Muchos tenemos el defecto (defectillo, más bien) de tratar de ser útiles a toda costa: útiles a nuestra familia, a los amigos, a los conocidos, a los compañeros de trabajo, en el entorno social en el que nos movemos y, la mayor parte de las veces, tenemos una cierta sensación de vacío cuando notamos la ausencia de esa experiencia de “utilidad”. A veces consideramos que pueden carecer de sentido todos esos momentos que vivimos en los que no hemos hecho algo por o para alguien ajeno a nosotros mismos. Muchas personas llaman a esto (yo también) “darse a los demás” y entienden (entendemos) que gozan de una vida plenificada en la medida en que más se dan, más se entregan a los demás.
Esto, que en sí mismo considerado es una actitud plausible, puede llevarnos a caer en el error del activismo que, normalmente conlleva la anulación de los espacios-tiempos que necesita nuestra propia persona para su crecimiento interior.
Creo en lo trascendente, en una realidad superior a nosotros, de la que procedemos y a la que nos dirigimos y que constituye una especie de “cemento rápido” que consolida todo ese conjunto de minúsculas anécdotas de las que se compone nuestra vida. Es como ese tablero fino sobre el que construimos un puzzle y que nos ayuda a darle forma y a que se sostenga sin deshacerse. Es la razón por la que un día alcanzamos a entender que haber hecho un viaje y haber conocido a una persona con dicho motivo no son dos casualidades en mi vida, sino que son hechos necesarios para que yo llegue a ser como soy. Hechos que, en mi opinión, encajan en un Plan de Amor existente desde siempre y que lleva, también desde siempre, mi nombre y apellidos.
A eso trascendente, a esa realidad superior que provoca esos mecanismos vertebradores de mi existencia, que diseña ese Plan de Amor, unos lo llamamos Dios, otros Gaia, otro energía universal, pero todos nos estamos refiriendo a la misma realidad.

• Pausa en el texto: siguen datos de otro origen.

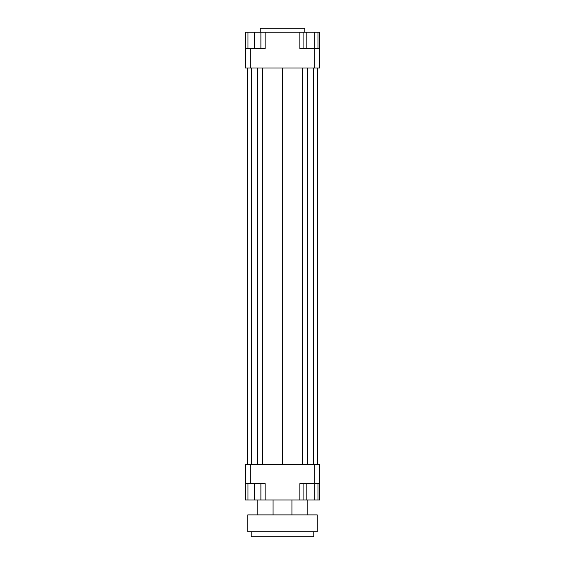<?xml version="1.0" encoding="UTF-8"?>
<svg xmlns="http://www.w3.org/2000/svg" width="565" height="565" viewBox="0 0 565 565"><rect width="100%" height="100%" fill="white"/><g stroke="black" fill="none" stroke-linecap="round" stroke-linejoin="round"><path stroke-width="0.85" d="M245.259 483.619L250.719 483.619L250.719 464.246L245.259 464.246L245.259 500.004L247.986 500.004L247.986 483.619M250.719 483.619L265.119 483.619L265.119 500.004L299.881 500.004L299.881 483.619L319.741 483.619L319.741 464.246L314.281 464.246L314.281 500.004L306.83 500.004L306.83 483.619M314.281 464.246L250.719 464.246M319.741 483.619L319.741 500.004L318.01 500.004L318.01 483.619M299.881 500.004L303.101 500.004L303.101 483.619M260.896 483.619L260.896 500.004L265.119 500.004M314.281 67.977L319.741 67.977L319.741 48.611L314.281 48.611L314.281 67.977L250.719 67.977L250.719 48.611L245.259 48.611L245.259 67.977L250.719 67.977M299.881 32.219L314.281 32.219L314.281 48.611L299.881 48.611L299.881 32.219L265.119 32.219L265.119 48.611L250.719 48.611M245.259 48.611L245.259 32.219L247.986 32.219L247.986 48.611M265.119 32.219L260.896 32.219L260.896 48.611M247.986 32.219L260.896 32.219M254.441 32.219L254.441 48.611M306.83 32.219L306.83 48.611M303.101 32.219L303.101 48.611M314.281 32.219L318.01 32.219L318.01 48.611M318.01 32.219L319.741 32.219L319.741 48.611M260.896 500.004L254.441 500.004L254.441 483.619M254.441 500.004L247.986 500.004M306.83 500.004L303.101 500.004M318.01 500.004L314.281 500.004M304.846 32.219L304.846 28.25L260.154 28.25L260.154 32.219M262.683 67.977L262.683 464.246M282.5 67.977L282.5 464.246M257.322 67.977L257.322 464.246M251.46 67.977L251.46 464.246M247.491 67.977L247.491 464.246M317.509 67.977L317.509 464.246M313.54 67.977L313.54 464.246M307.678 67.977L307.678 464.246M302.317 67.977L302.317 464.246M251.213 531.785L251.213 536.75L313.787 536.75L313.787 531.785M247.738 531.785L317.262 531.785L317.262 514.899L247.738 514.899L247.738 531.785M273.065 500.004L273.065 514.899M307.826 500.004L307.826 514.899M257.174 500.004L257.174 514.899M291.936 500.004L291.936 514.899"/></g></svg>

Muchas veces, desgraciadamente, los humanos consentimos que la diferencia en el simple nombre que le damos nos haga perder de vista que estamos hablando de lo mismo y llegamos a ser tan obtusos que podemos enzarzarnos en crueles enfrentamientos por una mera cuestión semántica.
Pues bien: me parece imprescindible dominar todo ese activismo de que hablaba al principio para permitirnos dedicar unos tiempos diarios (y a ser posible prolongados de, como mínimo, una hora cada día) para dirigir la mirada a nuestro interior y contemplar con paz qué somos, cómo vivimos, cómo nos relacionamos, dónde estamos, dónde nos gustaría llegar, cuántas cosas hay en nuestra escala de valores y en qué orden de preferencia las tenemos ubicadas. Y examinar en qué medida son acordes los elementos de nuestra escala de valores y su propio orden de preferencia en relación a “ESO” trascendente que decía que es el sustrato de nuestras vidas. En definitiva: examinar en qué medida se adecua mi forma de vivir al Plan de Amor que me permitirá ser un individuo absoluta (o, al menos, razonablemente) plenificado.